However, there is a problem with interpretability. To address this, recent models used machine learning interpretability methods such as Gradient Boosting and SHAP values.

Currently, there is a lack of literature that incorporates ABM, Adversarial RL, and interpretability methods using a unified framework. Another contribution is the application of domain transfer, especially in financial domains.
PROPOSED TECHNOLOGY
1. Environment Design
  
  The simulation environment consists of a grid with various obstacles, dead ends, and corridors. The Samurai and Assassin agents are positioned randomly throughout the grid. The simulation ends when the Samurai is caught or escapes
2. Assassin Reinforcement Learning.
  
  Assassin agents utilize the Q-learning algorithm for optimal capture.
  
  State Representation :
  - Relative Samurai positions
  - Encoded distant positions using the quadrant system
  - Wall proximity detection
  - Local Assassin cluster metrics
  - Cornering density metrics
3. Samurai Survival Strategy
The Samurai agent follows a potential field approach, which consists of Goal attraction to the escape zone Repulsion from Assassin agents Panic mode acceleration when proximity Obstacle avoidance. This approach helps the Samurai navigate the grid realistically, focusing on survival rather than combat with the Assassins.
SYSTEM ARCHITECTURE

The proposed system architecture combines Agent-Based Modeling, Reinforcement Learning, and Data-Driven Analytical components in an integrated Adversarial Simulation Environment. Fundamentally, the environment includes a grid-based space with static obstacles, internal walls, and constrained paths. A Scheduler is used to manage interactions among one Samurai agent and multiple Assassin agents in a turn-based manner. Each episode in the environment starts with random agent positioning, terminating when the Samurai agent successfully escapes to a predefined safe zone or is captured by Assassin agents. Each Assassin agent uses Reinforcement Learning modules with Q-learning algorithms to update their decision-making strategies based on feedback from the environment. Each agent receives the current state representation at each time step, which includes relative positioning, proximity to internal walls, clustering, and spatial features. An Epsilon- Greedy action selection strategy is used, allowing agents to transition smoothly from random exploration to learned strategies. After each action, the environment updates to a new state, computes rewards based on environmental feedback, and uses these rewards to update Q-values iteratively. These updates continue until convergence is achieved. In addition, a Data Logging component is used in parallel with the Reinforcement Learning components. This component records various metrics at each episode level and each step level, including agent capture, survival, clustering, and collision frequency. This logged data is then processedin

a machine learning analysis module, where Gradient Boosting is used to assess feature importance. SHAP-based explainability techniques are used in this module. Thus, the proposed architecture not only provides a platform for adaptive agent learning strategies but also offers a platform for understanding agent behavior through machine learning analysis. Each agent has an independent operation and can operate under a common environmental state as a result of how modular interaction layers are implemented in the architecture. This enables decoupled architectures to provide inherent scalability relative to agent population without any material effect on system performance.

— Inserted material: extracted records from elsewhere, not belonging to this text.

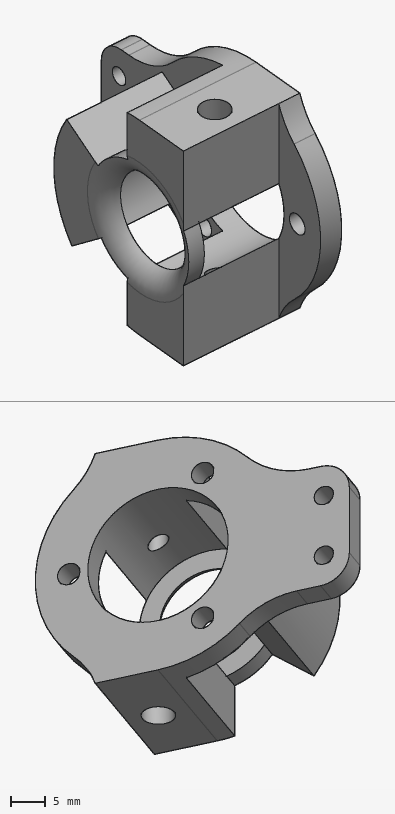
import cadquery as cq
import math

depth = 22.0
plate_thickness = 4.0
body_radius = 19.25
chamber_radius = 11.0

tab_left = -30.0
tab_top = 9.0
tab_bottom = -11.0
tab_corner_radius = 4.5
tab_hole_diameter = 3.0
tab_hole_x = -26.0
tab_hole_heights = (4.0, -6.0)

blend_radius = 13.5

pillar_left = -2.75
pillar_right = 9.85
screw_x = 5.0
screw_y = 10.0
screw_diameter = 3.0
screw_head_diameter = 5.0
screw_head_depth = 5.0

arm_start_angle = 148.0
arm_end_angle = 218.0

ring_thickness = 3.0
mouth_diameter = 15.35
mouth_round_radius = 4.0

plate_hole_diameter = 3.5
plate_hole_circle_radius = 14.0
plate_hole_count = 3


def polar(radius, angle):
    """Point at the given radius and angle in radians."""
    return (radius * math.cos(angle), radius * math.sin(angle))


def front_workplane(y=0.0):
    """Workplane at the given Y with local x = X and local y = Z, facing -Y."""
    return cq.Workplane(cq.Plane(origin=(0, y, 0), xDir=(1, 0, 0), normal=(0, -1, 0)))


def extrude_back(sketch, length):
    return sketch.extrude(-length)


def cylinder(radius, y, length):
    return extrude_back(front_workplane(y).circle(radius), length)


def tab_blend(edge_z):
    """Start, middle and end of the arc from the tab edge at edge_z to the body circle."""
    side = math.copysign(1.0, edge_z)
    center_z = edge_z + side * blend_radius
    center_x = -math.sqrt((body_radius + blend_radius) ** 2 - center_z**2)
    start = (center_x, edge_z)
    end = polar(body_radius, math.atan2(center_z, center_x))
    start_angle = math.atan2(-side, 0.0)
    end_angle = math.atan2(-center_z, -center_x)
    offset = polar(blend_radius, (start_angle + end_angle) / 2)
    middle = (center_x + offset[0], center_z + offset[1])
    return start, middle, end


def shoulder_blend():
    """Corner, middle and end of the arc from the upper pillar's right corner to the body circle."""
    corner = (pillar_right, body_radius)
    corner_distance = math.hypot(*corner)
    center_distance = body_radius + blend_radius
    squares = center_distance**2 + corner_distance**2 - blend_radius**2
    angle_to_corner = math.acos(squares / (2 * center_distance * corner_distance))
    center_angle = math.atan2(corner[1], corner[0]) - angle_to_corner
    center = polar(center_distance, center_angle)
    end = polar(body_radius, center_angle)
    start_angle = math.atan2(corner[1] - center[1], corner[0] - center[0]) % math.tau
    end_angle = center_angle + math.pi
    offset = polar(blend_radius, (start_angle + end_angle) / 2)
    middle = (center[0] + offset[0], center[1] + offset[1])
    return corner, middle, end


def body_arc_middle(first, second):
    """Middle of the body circle's arc between two of its points."""
    start_angle = math.atan2(first[1], first[0])
    end_angle = math.atan2(second[1], second[0])
    return polar(body_radius, (start_angle + end_angle) / 2)


def mirrored(point):
    return (point[0], -point[1])


def outline():
    """Closed outline of the plate, including the flats over the pillars."""
    upper_start, upper_middle, upper_end = tab_blend(tab_top)
    lower_start, lower_middle, lower_end = tab_blend(tab_bottom)
    corner, shoulder_middle, shoulder_end = shoulder_blend()
    top = (0.0, body_radius)
    bottom = mirrored(top)
    return (
        front_workplane()
        .moveTo(tab_left, tab_top)
        .lineTo(*upper_start)
        .threePointArc(upper_middle, upper_end)
        .threePointArc(body_arc_middle(upper_end, top), top)
        .lineTo(*corner)
        .threePointArc(shoulder_middle, shoulder_end)
        .threePointArc((body_radius, 0.0), mirrored(shoulder_end))
        .threePointArc(mirrored(shoulder_middle), mirrored(corner))
        .lineTo(*bottom)
        .threePointArc(body_arc_middle(lower_end, bottom), lower_end)
        .threePointArc(lower_middle, lower_start)
        .lineTo(tab_left, tab_bottom)
        .close()
    )


def plate():
    blank = extrude_back(outline(), depth).edges("|Y and <X").fillet(tab_corner_radius)
    front_part = cq.Workplane("XY").box(
        4 * body_radius, depth - plate_thickness, 4 * body_radius, centered=(True, False, True)
    )
    return blank.cut(front_part)


def pillars():
    """Full-depth slice of the outline between the pillar sides."""
    width = pillar_right - pillar_left
    slab = (
        cq.Workplane("XY")
        .box(width, depth, 2 * body_radius, centered=(False, False, True))
        .translate((pillar_left, 0, 0))
    )
    return extrude_back(outline(), depth).intersect(slab)


def arm():
    """Sector of the body circle; the chamber later removes its inner part."""
    start_angle = math.radians(arm_start_angle)
    end_angle = math.radians(arm_end_angle)
    middle_angle = (start_angle + end_angle) / 2
    sector = (
        front_workplane()
        .moveTo(0, 0)
        .lineTo(*polar(body_radius, start_angle))
        .threePointArc(polar(body_radius, middle_angle), polar(body_radius, end_angle))
        .close()
    )
    return extrude_back(sector, depth)


def mouth_cutter():
    """Hole through the ring, flaring towards the front face along a circular arc."""
    mouth_radius = mouth_diameter / 2
    flare_radius = mouth_radius + mouth_round_radius
    diagonal = mouth_round_radius * math.sqrt(0.5)
    profile = (
        cq.Workplane("XY")
        .lineTo(flare_radius, 0)
        .threePointArc(
            (flare_radius - diagonal, mouth_round_radius - diagonal),
            (mouth_radius, mouth_round_radius),
        )
        .lineTo(0, mouth_round_radius)
        .close()
    )
    return profile.revolve(360, (0, 0, 0), (0, 1, 0))


def plate_holes():
    tab_points = [(tab_hole_x, z) for z in tab_hole_heights]
    tab_holes = extrude_back(front_workplane().pushPoints(tab_points).circle(tab_hole_diameter / 2), depth)
    circle_holes = extrude_back(
        front_workplane()
        .polarArray(plate_hole_circle_radius, 0, 360, plate_hole_count)
        .circle(plate_hole_diameter / 2),
        depth,
    )
    return tab_holes.union(circle_holes)


def pillar_screw_holes():
    """Vertical hole through both pillars with a head recess at each outer end."""
    base = cq.Workplane("XY").workplane(offset=-body_radius).center(screw_x, screw_y)
    shank = base.circle(screw_diameter / 2).extrude(2 * body_radius)
    lower_head = base.circle(screw_head_diameter / 2).extrude(screw_head_depth)
    upper_head = lower_head.mirror("XY")
    return shank.union(lower_head).union(upper_head)


body = plate().union(pillars()).union(arm())
body = body.cut(cylinder(chamber_radius, 0, depth))
body = body.union(cylinder(chamber_radius, 0, ring_thickness))
body = body.cut(mouth_cutter())
result = body.cut(plate_holes()).cut(pillar_screw_holes())

The architecture also employs a scheduler which provides synchronized updates when multiple agents perform their actions at the same time, thus ensuring there is no state inconsistency in the system.

The reinforcement learning module is designed to adapt to different complexity of the environment, with the learning rate and exploration parameters being able to adjust depending on the environment's level of complexity. As such, agents will effectively balance exploration versus exploitation at all different training phases. Additionally, the inclusion of logging mechanisms ensures that all transitions and reward signals are recorded for use in post-simulation analysis and for reproducing experimental test results.
Results and Analysis
1. Learning Convergence
  
  Assassin agents' convergence is stable with respect to various training seed values. The capture time consistently decreases with the development of coordination behaviors.
2. Survival Capture Balance
  
  Assassin agents' optimal coordination does not compromise the Samurai agents' robustness, suggesting a balance between the two adversarial behaviours.
3. Heatmap Observations
4. Explainable ML Insights
  
  Gradient Boosting indicates clustering density, and spatial topological features are the most significant factors for capture efficiency, whereas SHAP analysis shows instability in internal policies is more significant than the strength of adversaries for failure.
5. Baseline Comparison
Compared to the greedy approach for the predators, the proposed framework for the predators using the RL approach achieves. Significantly higher win rates Fewer average capture steps Improved coordination indices. In addition, the experimental evaluation analyzes how environmental constraints affect agent behavior. Coordination of Assassin agents is affected by how dense the obstacles are and how complicated the grid layout is. Increased density of obstacles leads to the formation of localized clusters among agents and improves trapping strategies but can result in unnecessary redundancy in movements.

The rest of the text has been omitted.